The type system and ownership model still prevent entire categories of bugs at zero runtime cost: no null pointer exceptions, no use-after-free, no iterator invalidation, no data races without explicit unsafe code. These guarantees do not erode when you start using String instead of &str or cloning values instead of borrowing them.
The tooling remains excellent regardless of which style you write. cargo handles dependency management more reliably than npm or pip. rust-analyzer provides accurate, fast completion and diagnostics. clippy catches a wide range of common mistakes and anti-patterns. None of this requires writing idiomatic low-level systems code. It applies to all of it.
The Pain That Stays
The 20% is real and should not be minimized.
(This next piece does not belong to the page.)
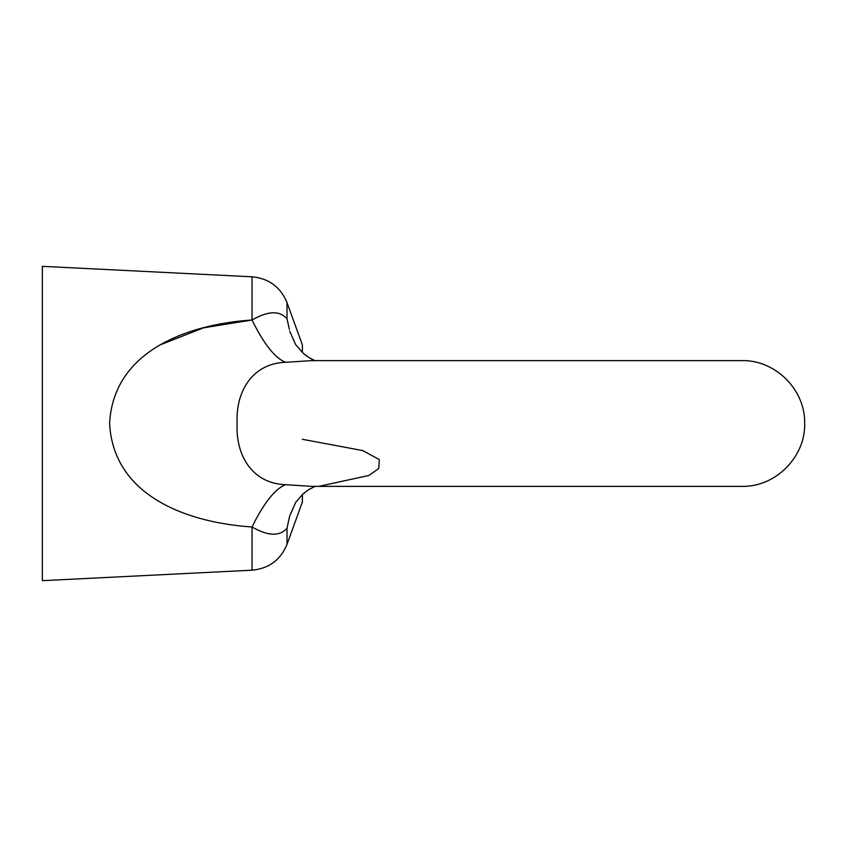 <?xml version="1.0" encoding="UTF-8"?>
<svg xmlns="http://www.w3.org/2000/svg" width="847" height="847" viewBox="0 0 847 847"><rect width="100%" height="100%" fill="white"/><g stroke="black" fill="none" stroke-linecap="round" stroke-linejoin="round"><path stroke-width="1.27" d="M287.017 528.179L287.017 544.356L302.379 502.091L302.379 494.532L308.403 489.778L315.169 486.369L308.414 489.778L303.215 493.769L295.815 502.155L289.706 515.876L287.017 528.179C279.722 536.564 268.065 536.162 252.046 526.982C189.389 522.8 113.604 497.337 109.602 423.5C113.36 349.885 189.548 324.083 252.046 320.018C268.118 310.828 279.775 310.436 287.017 318.821L289.356 329.345M302.379 352.468L302.379 344.909L287.017 302.644L287.017 318.821M285.704 484.706L311.537 486.369L741.781 486.369C775.376 487.237 805.518 457.094 804.65 423.5C805.518 389.906 775.376 359.763 741.781 360.631L311.537 360.631L285.704 362.294C251.591 363.437 235.477 392.659 237.118 423.5C235.498 454.394 251.559 483.51 285.704 484.706A157.171 42.128 -77.9 0 0 252.046 526.982L252.046 570.19C268.88 568.591 280.537 559.983 287.017 544.356M302.379 439.297L362.781 450.583L379.308 459.593L378.715 468.518L368.868 475.485L319.531 486.199M252.046 570.19L42.35 580.671L42.35 266.329L252.046 276.81L252.046 320.018A157.171 42.128 77.9 0 0 285.704 362.294M251.813 320.039L203.629 327.81M203.598 327.81L160.062 344.909M314.375 360.346L308.403 357.222L302.94 352.987L295.571 344.496L289.706 331.124M287.017 302.644C280.537 287.027 268.88 278.409 252.046 276.81M313.432 359.954L311.018 358.779M308.573 357.328L305.322 354.999"/></g></svg>
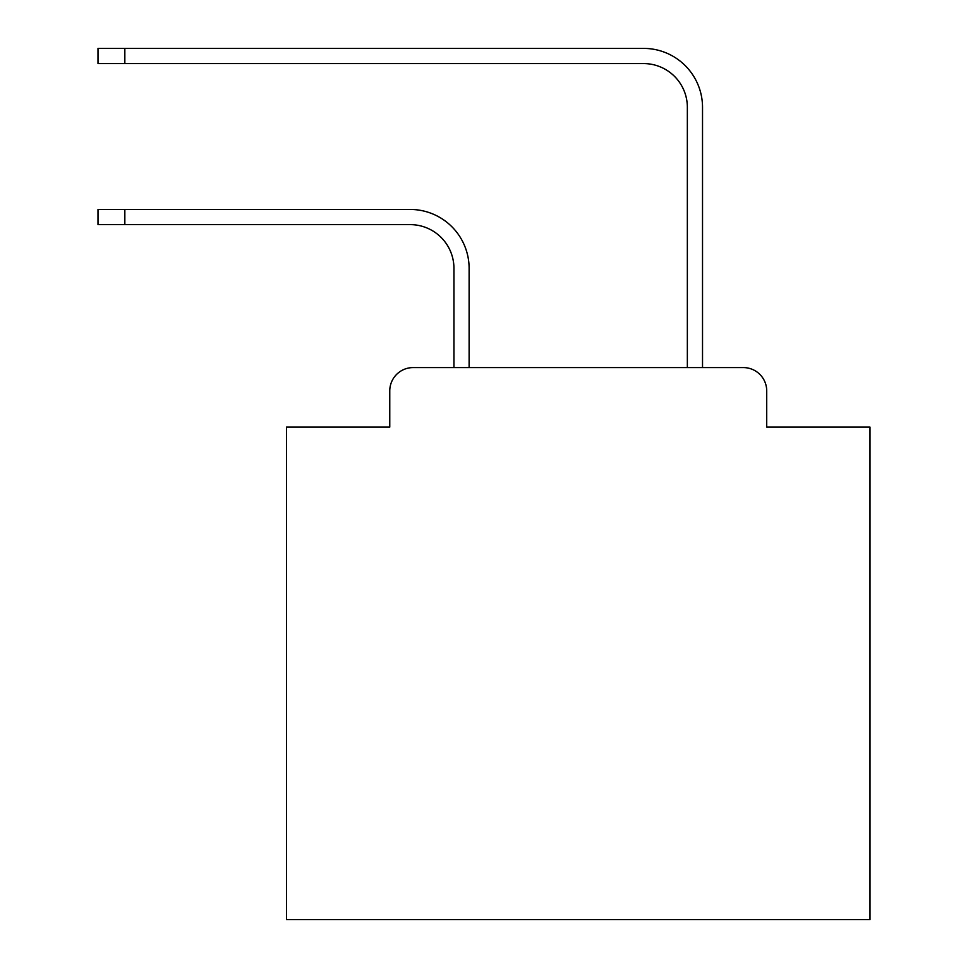 <?xml version="1.0" encoding="UTF-8"?>
<svg xmlns="http://www.w3.org/2000/svg" width="968" height="968" viewBox="0 0 968 968"><rect width="100%" height="100%" fill="white"/><g stroke="black" fill="none" stroke-linecap="round" stroke-linejoin="round"><path stroke-width="1.45" d="M389.765 390.927L389.765 427.106L389.765 390.927A23.341 23.341 0 0 1 413.106 367.586L453.944 367.586L453.944 268.39A43.766 43.766 0 0 0 410.19 224.624A43.766 43.766 0 0 1 453.944 268.39A43.766 43.766 0 0 0 410.19 224.624A43.766 43.766 0 0 1 453.944 268.39A43.766 43.766 0 0 0 410.19 224.624A43.766 43.766 0 0 1 453.944 268.39A43.766 43.766 0 0 0 410.19 224.624A43.766 43.766 0 0 1 453.944 268.39A43.766 43.766 0 0 0 410.19 224.624A43.766 43.766 0 0 1 453.944 268.39A43.766 43.766 0 0 0 410.19 224.624A43.766 43.766 0 0 1 453.944 268.39A43.766 43.766 0 0 0 410.19 224.624A43.766 43.766 0 0 1 453.944 268.39A43.766 43.766 0 0 0 410.19 224.624A43.766 43.766 0 0 1 453.944 268.39A43.766 43.766 0 0 0 410.19 224.624A43.766 43.766 0 0 1 453.944 268.39A43.766 43.766 0 0 0 410.19 224.624A43.766 43.766 0 0 1 453.944 268.39A43.766 43.766 0 0 0 410.19 224.624A43.766 43.766 0 0 1 453.944 268.39A43.766 43.766 0 0 0 410.19 224.624A43.766 43.766 0 0 1 453.944 268.39A43.766 43.766 0 0 0 410.19 224.624A43.766 43.766 0 0 1 453.944 268.39A43.766 43.766 0 0 0 410.19 224.624A43.766 43.766 0 0 1 453.944 268.39A43.766 43.766 0 0 0 410.19 224.624L97.998 224.624L97.998 209.451L124.836 209.451L124.836 224.624M766.716 427.106L766.716 390.927L766.716 427.106L870.002 427.106L870.002 919.6L286.48 919.6L286.48 427.106L389.765 427.106M766.716 390.927A23.341 23.341 0 0 0 743.376 367.586L413.106 367.586M124.836 209.451L410.19 209.451A58.939 58.939 0 0 1 469.117 268.39L469.117 367.586L469.117 268.39L469.117 367.586L469.117 268.39L469.117 367.586L469.117 268.39L469.117 367.586L469.117 268.39L469.117 367.586L469.117 268.39L469.117 367.586L469.117 268.39L469.117 367.586L469.117 268.39L469.117 367.586L469.117 268.39L469.117 367.586L469.117 268.39L469.117 367.586L469.117 268.39L469.117 367.586L469.117 268.39L469.117 367.586L469.117 268.39L469.117 367.586L469.117 268.39L469.117 367.586L469.117 268.39L469.117 367.586L687.353 367.586L687.353 107.339A43.766 43.766 0 0 0 643.599 63.573A43.766 43.766 0 0 1 687.353 107.339A43.766 43.766 0 0 0 643.599 63.573A43.766 43.766 0 0 1 687.353 107.339A43.766 43.766 0 0 0 643.599 63.573A43.766 43.766 0 0 1 687.353 107.339A43.766 43.766 0 0 0 643.599 63.573A43.766 43.766 0 0 1 687.353 107.339A43.766 43.766 0 0 0 643.599 63.573A43.766 43.766 0 0 1 687.353 107.339A43.766 43.766 0 0 0 643.599 63.573A43.766 43.766 0 0 1 687.353 107.339A43.766 43.766 0 0 0 643.599 63.573A43.766 43.766 0 0 1 687.353 107.339A43.766 43.766 0 0 0 643.599 63.573A43.766 43.766 0 0 1 687.353 107.339A43.766 43.766 0 0 0 643.599 63.573A43.766 43.766 0 0 1 687.353 107.339A43.766 43.766 0 0 0 643.599 63.573A43.766 43.766 0 0 1 687.353 107.339A43.766 43.766 0 0 0 643.599 63.573A43.766 43.766 0 0 1 687.353 107.339A43.766 43.766 0 0 0 643.599 63.573A43.766 43.766 0 0 1 687.353 107.339A43.766 43.766 0 0 0 643.599 63.573A43.766 43.766 0 0 1 687.353 107.339A43.766 43.766 0 0 0 643.599 63.573A43.766 43.766 0 0 1 687.353 107.339A43.766 43.766 0 0 0 643.599 63.573L97.998 63.573L97.998 48.4L124.836 48.4L124.836 63.573M124.836 48.4L643.599 48.4A58.939 58.939 0 0 1 702.526 107.339L702.526 367.586L702.526 107.339L702.526 367.586L702.526 107.339L702.526 367.586L702.526 107.339L702.526 367.586L702.526 107.339L702.526 367.586L702.526 107.339L702.526 367.586L702.526 107.339L702.526 367.586L702.526 107.339L702.526 367.586L702.526 107.339L702.526 367.586L702.526 107.339L702.526 367.586L702.526 107.339L702.526 367.586L702.526 107.339L702.526 367.586L702.526 107.339L702.526 367.586L702.526 107.339L702.526 367.586L702.526 107.339L702.526 367.586L743.376 367.586"/></g></svg>

Async Rust is still rough at the edges. The stabilization of async functions in traits in Rust 1.75 was a significant improvement, but async code still requires understanding Send bounds, executor compatibility between crates, and the occasional Pin<Box<dyn Future + Send>> when dynamic dispatch enters the picture. No amount of strategic cloning makes this disappear; it is a fundamental complexity of the async model.
Compilation times are slow. A medium-sized Rust project takes 30 to 90 seconds for a clean build. Incremental compilation helps substantially in practice, but the feedback loop is noticeably longer than Go or TypeScript. This is a fixed cost that high-level code does not reduce.
The learning curve is front-loaded. Even with the techniques above, you need to understand ownership conceptually before you can write Rust that compiles. The borrow checker will reject patterns that work in any garbage-collected language, and even good error messages require some foundation to interpret. There is no shortcut past this initial investment, only strategies for limiting how often you encounter the harder edges afterward.
Where This Leaves You
If you have been avoiding Rust because of lifetime complexity, the high-level approach is a genuine on-ramp. The ecosystem has matured around it: tokio for async runtime, serde for serialization, reqwest for HTTP, sqlx for typed database queries. These crates are designed with ergonomics as a first-order concern, and they compose well.
For tools and services I want to be reliable, I reach for Rust when a garbage-collected language would add GC pauses I cannot afford or when I want a single statically linked binary I can deploy anywhere. A command-line tool that reads files, calls APIs, and writes output is entirely writable in high-level Rust in a day, without a single explicit lifetime annotation, using the patterns above. The resulting binary will not segfault, will not have memory leaks, and will handle errors explicitly at every step.
The borrow checker is not the enemy of productive Rust. It is the mechanism that makes all the other guarantees possible. High-level Rust just lets you deal with it mostly indirectly, at the cost of some allocations and some runtime checking. For a wide range of programs, that tradeoff is clearly correct.